Give those guys a couple weeks and make sure you don't have any algae outbreaks, then you could throw in some tissue culture or hobbyest crypts.. they are very easy and very hardy, but grow slow and can fall victim to algae if it's not under control.

Then when you have to throw away large portions of trimmings fairly often, you will have the confidence to rescape and try harder plants.

Fertilization can also be simple for these plants. Light Excel dosing, flourish comprehensive and root tabs under the swords and crypts.


----------



## ageofhamsters (Jul 1, 2016)

For a grass type maybe consider dwarf sag. Dwarf hair grass will do okay but may not flourish. I would go with anubias, Java ferns, bolbitis, mosses, marsilea, pellia, marimo mods balls, and crypts.


----------



## NickAu (Feb 24, 2017)

> I went a little to far for my skills with a lot of plants and I didn't know what to do with them as they grew and overtook the aquarium


If only we all had that problem.



> I would go with anubias, Java ferns, bolbitis, mosses, marsilea, pellia, marimo mods balls, and crypts.

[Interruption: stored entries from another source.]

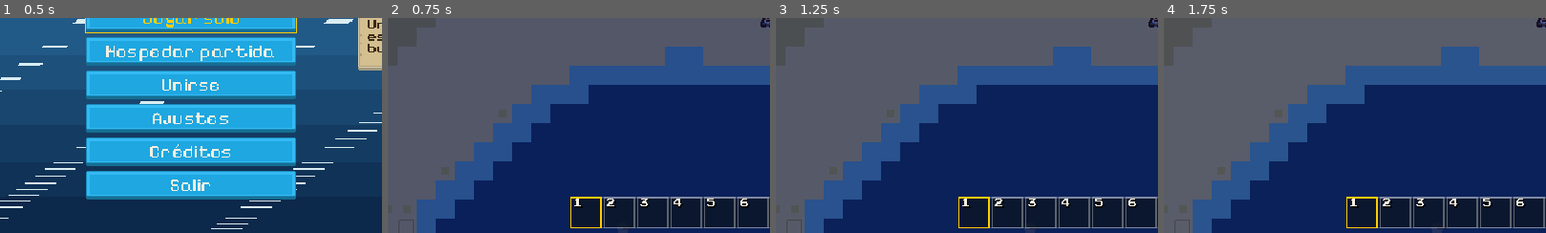
Above: before the commit, frames 1-4 (left to right).
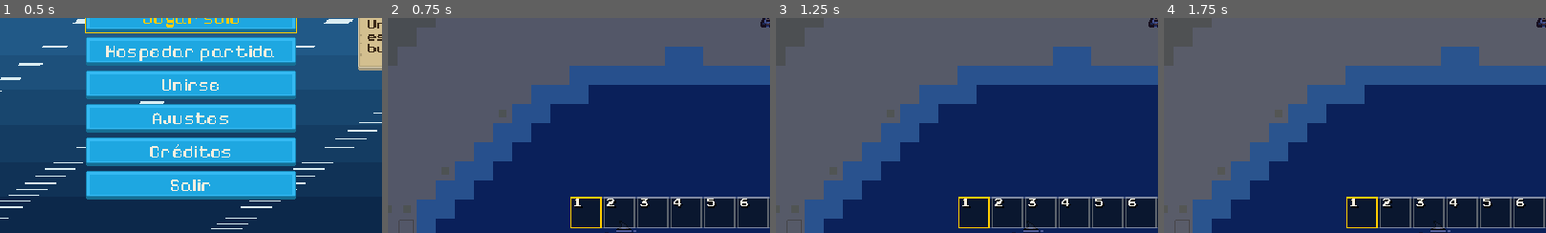
Above: after the commit, the same moments.

Repository: onezoftserv/90miles
Game: Godot game, scene res://scenes/shell/game_shell.tscn
The game is run twice, just before and just after one commit, with the same random seed, the same clock (stepped at 60 frames per second) and the same inputs.
Inputs (mouse positions are % of the whole screen's width and height, from its top left):
- Up to frame 1 (0.5 s): no input
- Up to frame 2 (0.75 s): click "Jugar solo" at 0.5 s
- Up to frame 3 (1.25 s): no input
- Up to frame 4 (1.75 s): tap Enter at 1.25 s; drag from (26, 95) to (60, 28) at 1.27 s
The pictures show only the part of the screen within x 0-50%, y 50-100%; the shares and areas given below are measured in that part.

Frame 1 is identical in both runs. In frame 2, 0.1% of the frame differs, in the area x 56-65%, y 97-100%; in frame 3, 0.1%; in frame 4, 0.1%, in the area x 66-75%, y 97-100%.

Commit message:
feat(art-pass): the creature look draws the shark, crab and gull from data (task 6.4)
CreatureLook (art_view) reads its creature's synced position, facing and state every frame and
plays what CreatureAnim picks, with the airborne and perch lifts, the shadow on the ground, the
perched gull's 1 px sort offset on the look node under a y-sorted Creature, and the water-line
material for the shark. Creature._draw, its colour and radius constants and its queue_redraw
calls are gone; the three creature files name their SpriteFrames.

Co-Authored-By: Claude Opus 5.5 <noreply@anthropic.com>

Diff:
--- a/game/resources/creatures/land_crab.tres
+++ b/game/resources/creatures/land_crab.tres
@@ -3,6 +3,7 @@
 [ext_resource type="Script" path="res://scripts/data/creature_data.gd" id="1_creature"]
 [ext_resource type="Script" path="res://scripts/data/creature_spawn_rule_data.gd" id="2_rule"]
 [ext_resource type="Script" path="res://scripts/data/creature_counter_data.gd" id="3_counter"]
+[ext_resource type="SpriteFrames" path="res://assets/art/creatures/land_crab_frames.tres" id="9_frames"]
 
 [sub_resource type="Resource" id="Resource_rule"]
 script = ExtResource("2_rule")
@@ -34,6 +35,7 @@
 hint_es = "Enciende una candela y deja la comida a su luz."
 hint_en = "Light a fire and keep your food in its light."
 category = 1
+sprite_frames = ExtResource("9_frames")
 health = 3
 speed_tiles_s = 5.0
 damage = 5.0
--- a/game/resources/creatures/reef_shark.tres
+++ b/game/resources/creatures/reef_shark.tres
@@ -2,6 +2,7 @@
 
 [ext_resource type="Script" path="res://scripts/data/creature_data.gd" id="1_creature"]
 [ext_resource type="Script" path="res://scripts/data/creature_spawn_rule_data.gd" id="2_rule"]
+[ext_resource type="SpriteFrames" path="res://assets/art/creatures/reef_shark_frames.tres" id="9_frames"]
 
 [sub_resource type="Resource" id="Resource_rule"]
 script = ExtResource("2_rule")
@@ -20,6 +21,7 @@
 hint_es = "Sal del agua o quédate a un paso de la orilla; no nades herido ni agotado."
 hint_en = "Get out of the water or stay a step from shore; do not swim wounded or exhausted."
 category = 0
+sprite_frames = ExtResource("9_frames")
 creature_tags = Array[int]([0])
 health = 60
 speed_tiles_s = 2.0
--- a/game/resources/creatures/seagull.tres
+++ b/game/resources/creatures/seagull.tres
@@ -3,6 +3,7 @@
 [ext_resource type="Script" path="res://scripts/data/creature_data.gd" id="1_creature"]
 [ext_resource type="Script" path="res://scripts/data/creature_spawn_rule_data.gd" id="2_rule"]
 [ext_resource type="Script" path="res://scripts/data/creature_counter_data.gd" id="3_counter"]
+[ext_resource type="SpriteFrames" path="res://assets/art/creatures/seagull_frames.tres" id="9_frames"]
 
 [sub_resource type="Resource" id="Resource_rule"]
 script = ExtResource("2_rule")
@@ -29,6 +30,7 @@
 hint_es = "Tapa la comida, aléjala de los nidos o espanta a la gaviota."
 hint_en = "Cover your food, keep it away from the nests, or shoo the gull."
 category = 1
+sprite_frames = ExtResource("9_frames")
 health = 2
 speed_tiles_s = 6.0
 damage = 0.0
--- a/game/scenes/creatures/creature.gd
+++ b/game/scenes/creatures/creature.gd
@@ -8,10 +8,6 @@
 const SCENE: PackedScene = preload("res://scenes/creatures/creature.tscn")
 const SYNC_NAME: StringName = &"Sync"
 const SYNC_INTERVAL_S: float = 0.1
-const BODY_RADIUS_PX: float = 5.0
-const LAND_COLOR: Color = Color(0.85, 0.35, 0.2)
-const WATER_COLOR: Color = Color(0.35, 0.45, 0.55)
-const AIR_COLOR: Color = Color(0.92, 0.92, 0.95)
 
 var data: CreatureData
 var brain: CreatureBrain
@@ -42,7 +38,6 @@
 	interactable.hold_time_s = 0.0
 	interactable.enabled = shoo_counter != null
 	interactable.interacted.connect(_on_interacted)
-	queue_redraw()
 
 
 ## Adds the synchronizer that sends position, facing and state to the clients; the session does
@@ -109,19 +104,8 @@
 		advance(delta)
 	elif brain != null:
 		brain.state = state_id
-	queue_redraw()
 
 
 func _on_interacted(by: Node) -> void:
 	if multiplayer.is_server() and by is Node2D:
 		shoo(by as Node2D)
-
-
-func _draw() -> void:
-	var color: Color = LAND_COLOR
-	if data != null and data.domains.has(CreatureData.Domain.AIR):
-		color = AIR_COLOR
-	elif data != null and data.domains.has(CreatureData.Domain.DEEP):
-		color = WATER_COLOR
-	draw_circle(Vector2.ZERO, BODY_RADIUS_PX, color)
-	draw_line(Vector2.ZERO, facing * BODY_RADIUS_PX * 1.6, color.darkened(0.4), 2.0)
--- a/game/scenes/creatures/creature.tscn
+++ b/game/scenes/creatures/creature.tscn
@@ -2,10 +2,25 @@
 
 [ext_resource type="Script" path="res://scenes/creatures/creature.gd" id="1_main"]
 [ext_resource type="Script" path="res://scripts/interaction/interactable.gd" id="2_interactable"]
+[ext_resource type="Script" path="res://scenes/creatures/creature_look.gd" id="3_look"]
+[ext_resource type="Resource" path="res://assets/art/creatures/creature_art.tres" id="4_art"]
+[ext_resource type="PackedScene" path="res://scenes/art/shadow.tscn" id="5_shadow"]
 
 [node name="Creature" type="Node2D"]
+y_sort_enabled = true
 script = ExtResource("1_main")
 
 [node name="Interactable" type="Node2D" parent="."]
 script = ExtResource("2_interactable")
 prompt_id = &"shoo"
+
+[node name="Look" type="Node2D" parent="." groups=["art_view"]]
+script = ExtResource("3_look")
+art = ExtResource("4_art")
+
+[node name="Shadow" parent="Look" instance=ExtResource("5_shadow")]
+visible = false
+size = 2
+
+[node name="Sprite" type="AnimatedSprite2D" parent="Look"]
+visible = false
--- /dev/null
+++ b/game/scenes/creatures/creature_look.gd
@@ -0,0 +1,87 @@
+class_name CreatureLook
+extends Node2D
+## A creature's look (art-pass "Creature frames from data", "The sandbar's creatures", "Drop
+## shadows"; design.md D16, D19, D22, K1, K4, K15): the `Look` child of creature.tscn, in
+## `art_view`. Every frame it reads its creature's data, synced `position`, `facing` and
+## `state_id` and draws them: the animation CreatureAnim picks, the airborne and perch lifts, the
+## shadow on the ground and the water-line material, from the creature art data. It never writes
+## the creature. A creature without frames (a boss proxy) draws nothing and never plays.
+## CreatureRig processes no frames, so the tests drive `step` themselves.
+
+const WATERLINE_SHADER: Shader = preload("res://scenes/art/waterline.gdshader")
+## A perched look sorts this far south of its creature's position, over the palm whose trunk base
+## that position is, and its sprite is raised by as much.
+const PERCH_SORT_PX: float = 1.0
+
+@export var art: CreatureArt
+
+var _anim: CreatureAnim = CreatureAnim.new()
+
+@onready var sprite: AnimatedSprite2D = $Sprite
+@onready var shadow: DropShadow = $Shadow
+
+
+func _process(delta: float) -> void:
+	step(delta)
+
+
+## Draws the creature as it is now, `delta` seconds after the last step.
+func step(delta: float) -> void:
+	var creature := get_parent() as Creature
+	var data: CreatureData = creature.data if creature != null else null
+	var frames: SpriteFrames = data.sprite_frames if data != null else null
+	if frames == null:
+		_show_nothing()
+		return
+	var entry: CreatureArtEntry = art.entry(data.id) if art != null else CreatureArtEntry.new()
+	var state: StringName = _state_name(creature)
+	_anim.observe(creature.position, delta)
+	var animation: StringName = _anim.update(frames, entry, state, creature.facing, delta)
+	if animation.is_empty():
+		_show_nothing()
+		return
+	if sprite.sprite_frames != frames:
+		sprite.sprite_frames = frames
+	sprite.visible = true
+	if sprite.animation != animation or (not sprite.is_playing() and frames.get_animation_loop(animation)):
+		sprite.play(animation)
+	sprite.flip_h = CreatureAnim.flipped(animation, creature.facing)
+	_place(entry, state, frames.get_frame_texture(animation, 0).get_size().y)
+
+
+# The look node 1 px south while perched; the sprite's feet on the foot line, lifted in the air or
+# on the perch; the shadow on the ground; the water line for a water creature.
+func _place(entry: CreatureArtEntry, state: StringName, frame_height: float) -> void:
+	var perched: bool = not entry.perch_state.is_empty() and state == entry.perch_state
+	var airborne: bool = entry.airborne_states.has(String(state))
+	position = Vector2(0.0, PERCH_SORT_PX if perched else 0.0)
+	var feet: float = -entry.perch_lift_px if perched else entry.foot_px - (entry.air_lift_px if airborne else 0.0)
+	sprite.position = Vector2(0.0, feet - frame_height / 2.0 - position.y)
+	shadow.visible = entry.has_shadow and not perched and not entry.water_line
+	if shadow.size != entry.shadow_size:
+		shadow.size = entry.shadow_size
+	shadow.position = Vector2(0.0, entry.shadow_y_px - position.y)
+	if not entry.water_line:
+		sprite.material = null
+		return
+	var water := sprite.material as ShaderMaterial
+	if water == null:
+		water = ShaderMaterial.new()
+		water.shader = WATERLINE_SHADER
+		sprite.material = water
+	water.set_shader_parameter(&"water_line_y", entry.water_line_px - frame_height / 2.0)
+
+
+func _show_nothing() -> void:
+	sprite.visible = false
+	shadow.visible = false
+
+
+# The creature's synced state as the brain names it, in lower case; &"" without a brain.
+func _state_name(creature: Creature) -> StringName:
+	if creature.brain == null:
+		return &""
+	var names: Array[StringName] = creature.brain.names()
+	if creature.state_id < 0 or creature.state_id >= names.size():
+		return &""
+	return StringName(String(names[creature.state_id]).to_lower())
Not shown, added: game/scenes/creatures/creature_look.gd.uid

I agree with everything but the marimo mods balls.

True Marimos are actually a rare form of spherical algae, they grow very slowly and can live for over 100 years, They prefer cool water a tropical tank is not really suitable.

True Marinos are endangered in their natural habitat because of the aquarium trade and are illegal to own in some jurisdictions.

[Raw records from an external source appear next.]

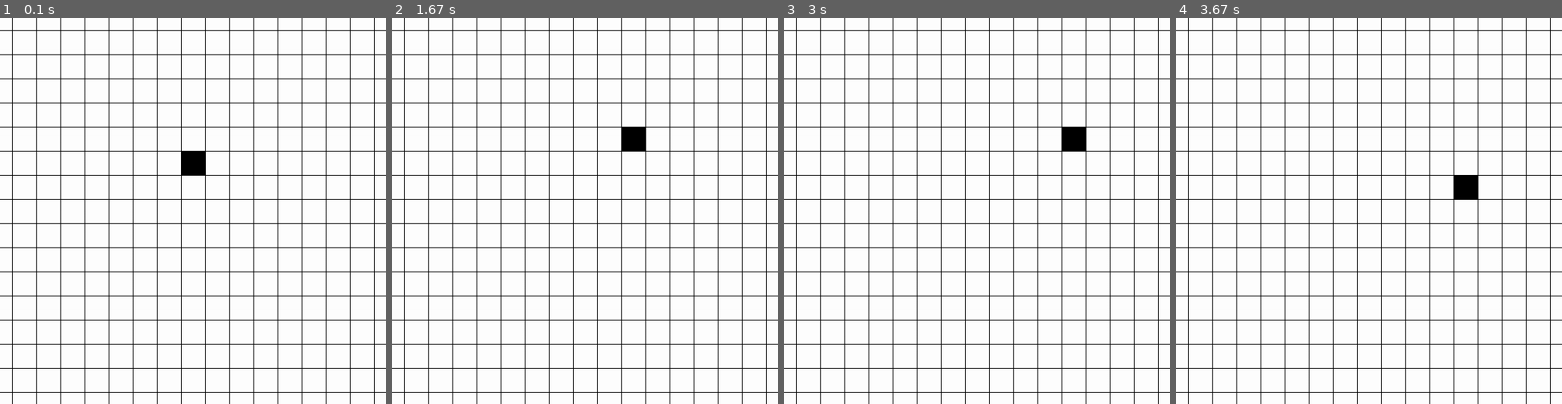
Above: before the commit, frames 1-4 (left to right).
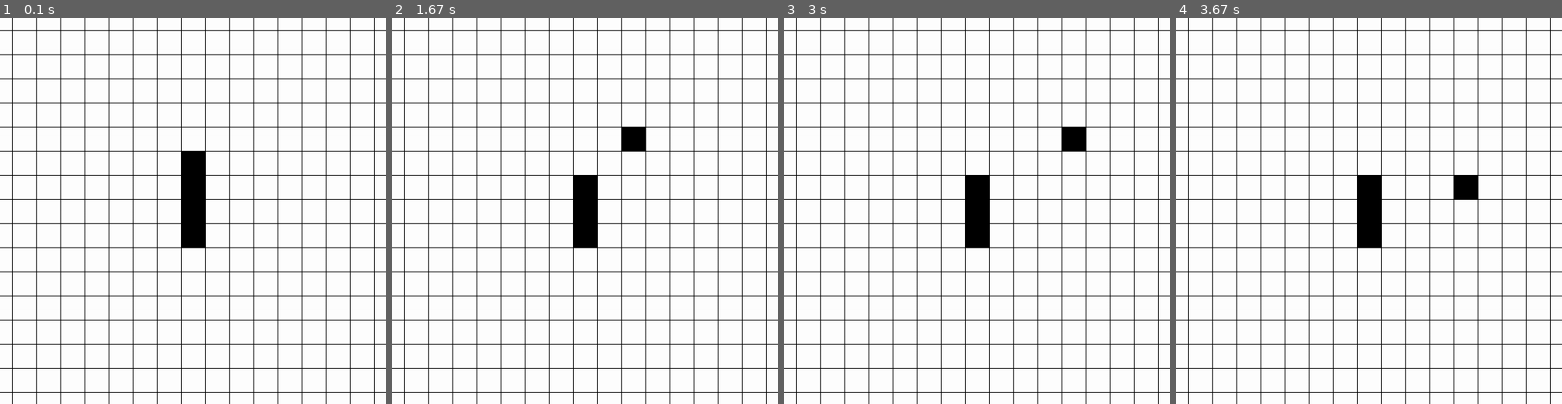
Above: after the commit, the same moments.

Repository: pretzelogical/snake-pygame
Game: pygame game, started from main.py
Same seed, same stepped clock (60 frames per second), same inputs: the game is played once before the commit and once after it.
Inputs:
- Up to frame 1 (0.1 s): no input
- Up to frame 2 (1.67 s): hold Right 0.33-0.8 s; hold Up 0.83-1.18 s; hold Right from 1.22 s (still down)
- Up to frame 3 (3 s): release Right at 1.82 s; hold Down from 2.65 s (still down)
- Up to frame 4 (3.67 s): release Down at 3.62 s; hold Left from 3.65 s (still down)
The pictures show only the part of the screen within x 27-77%, y 30-80%; the shares and areas given below are measured in that part.

The runs differ from the first frame. In frame 1, 1.2% of the frame differs, in the area x 46-54%, y 40-60%; in frame 2, 1.2%; in frame 3, 1.2%; in frame 4, 1.2%.

Commit message:
snake body spawn

Diff:
--- a/main.py
+++ b/main.py
@@ -20,11 +20,10 @@
         super().__init__(*args, **kwargs)
         self.color = COL_BLACK
         self.pos = Vector2(16, 16)
-        self.x = self.pos.x * GRID_SIZE
-        self.y = self.pos.y * GRID_SIZE
         self.lastHeading = pygame.K_UP
         self.head = kwargs.get("head", False)
         self.parent = kwargs.get("parent", None)
+        self.child = kwargs.get("child", None)
         if not self.head and not self.parent:
             raise ValueError("Snake must have parent if not head")
 
@@ -61,6 +60,17 @@
             return pygame.K_UP
         return heading
 
+    @property
+    def pos(self):
+        return self.__pos
+
+    @pos.setter
+    def pos(self, val):
+        """ update screen position based on grid position """
+        self.__pos = val
+        self.x = self.__pos.x * GRID_SIZE
+        self.y = self.__pos.y * GRID_SIZE
+
 
 class Food(pygame.Rect):
     def __init__(self, *args, **kwargs):
@@ -95,6 +105,23 @@
     screen.blit(frameText, frameTextRect)
 
 
+def initSnakeBlocks(num_children):
+    snake = []
+    snakeHead = Snake(GRID_SIZE, GRID_SIZE, GRID_SIZE, GRID_SIZE, head=True)
+    snake.append(snakeHead)
+    offset = Vector2(16, 16)
+    for i in range(1, num_children + 1):
+        parent = snake[i - 1]
+        newPart = Snake(GRID_SIZE, GRID_SIZE,
+                        GRID_SIZE, GRID_SIZE, parent=parent)
+        newPart.pos = offset
+        print(newPart.pos)
+        snake.append(newPart)
+        parent.child = snake[i]
+        offset += Vector2(0, 1)
+    return snake
+
+
 def main():
     screen = pygame.display.set_mode((SCREEN_SIZE, SCREEN_SIZE))
     pygame.display.set_caption("Snake")
@@ -103,9 +130,13 @@
         frameCount = 0
     gameField = createGameField()
     clock = pygame.time.Clock()
-    snake = Snake(GRID_SIZE, GRID_SIZE, GRID_SIZE, GRID_SIZE, head=True)
+    snake = initSnakeBlocks(3)
+    for s in snake:
+        print(s.pos)
     food = Food(0, 0, GRID_SIZE, GRID_SIZE)
-    blocks = [snake, food]
+    blocks = snake + [food]
+    if TESTING:
+        print(blocks)
     running = True
     heading = pygame.K_UP
 
@@ -120,7 +151,7 @@
                 heading = event.key
 
         # Game logic
-        snake.move(heading, gameField)
+        snake[0].move(heading, gameField)
 
         # Drawing logic
         screen.fill((255, 255, 255))
@@ -128,6 +159,7 @@
         drawBlocks(screen, blocks)
         if TESTING:
             frameCount += 1
+            print(snake[0])
             testDraw(screen, frameCount)
 
         pygame.display.flip()

If you are going to get a true Marimo please learn to care for it, With proper care it should be with you for life.


----------



## PBiddy412 (Jul 16, 2014)

Thanks all for the replies. As far as over taking the aquarium, I should have said it didn't look good and the new plants growing in weren't healthy. I think I need to tone it down as I had to many different plants and didn't know how to care for them all. I think starting with a carpet plant and letting it fill in first then getting some cosmetic plants might be the best route for me. Basically want the KISS (Keep it simple silly) approach unless told otherwise. 

I really like dwarf hair grass, but I don't know if my setup is appropriate for it.


----------



## awesometim1 (Oct 31, 2013)

PBiddy412 said:


> Thanks all for the replies. As far as over taking the aquarium, I should have said it didn't look good and the new plants growing in weren't healthy. I think I need to tone it down as I had to many different plants and didn't know how to care for them all. I think starting with a carpet plant and letting it fill in first then getting some cosmetic plants might be the best route for me. Basically want the KISS (Keep it simple silly) approach unless told otherwise.
> 
> 
> 
> I really like dwarf hair grass, but I don't know if my setup is appropriate for it.

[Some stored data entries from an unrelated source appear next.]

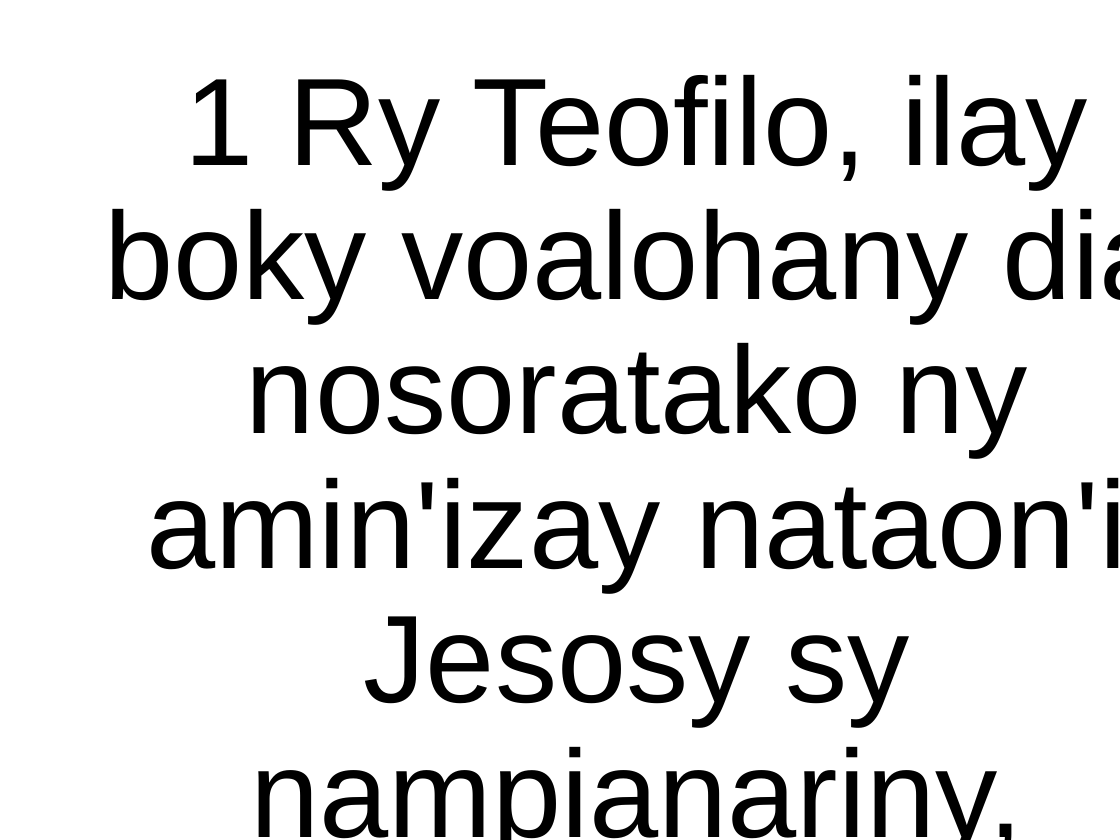
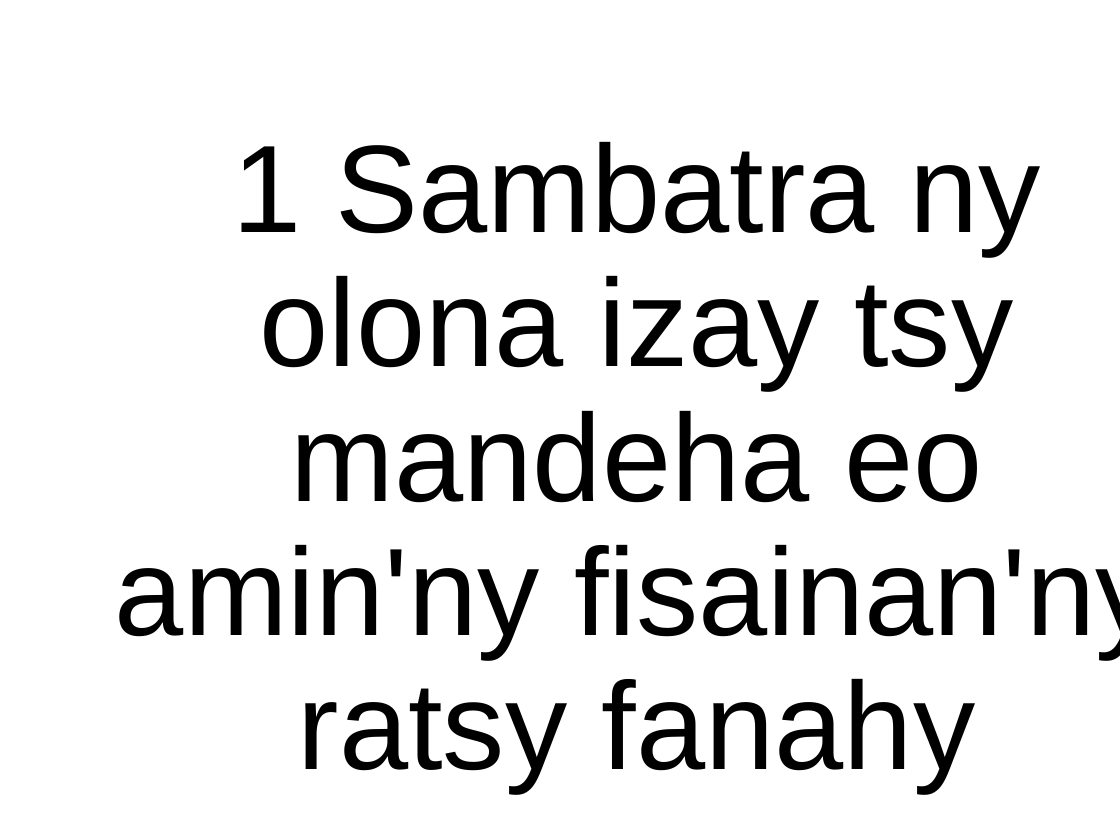
Before and after one commit to tsioryrovantsoa/baiboly-to-powerpoint, a slide deck: slide 2 of test.pptx. Drawn at 1120x840 pixels with LibreOffice and Linux fonts; fonts in the diff are those of the drawing; background and template pictures are left out. Boxes give left, top, right and bottom in pixels: in the first picture for what was removed or moved away, otherwise in the second. Text is boxed around its words. In the diff, an @@ line names an element or a change of style, - is before the commit and + after.

```diff
--- a/test.pptx
+++ b/test.pptx
@@ title at (x1=115, y1=141, x2=1120, y2=792): text changed @@
-1 Ry Teofilo, ilay boky voalohany dia nosoratako ny amin'izay nataon'i Jesosy sy nampianariny,
+1 Sambatra ny olona izay tsy mandeha eo amin'ny fisainan'ny ratsy fanahy
```
Also in this commit, not shown: 6 other slides changed, 4 slides added, 5 slides removed, 3 other files.

For dwarf hairgrass, I highly recommend getting a co2 system and some fertilizers. For low tech carpet, I recommend dwarf sag, but even then you will need to tone the light down to keep algae at bay. 


Sent from my iPhone using Tapatalk


----------



## PBiddy412 (Jul 16, 2014)

Sounds like dwarf sag is the recommendation for a low tech setup. I think I'll give it a go and see how it goes! I might snag a water sprite too. They seem hardy and the best for the situation. Thanks all. I'll try to keep updated on the progress. 

Will have to find hobbyist on here to buy from. I prefer that as mentioned above versus the pet stores dirty water.


----------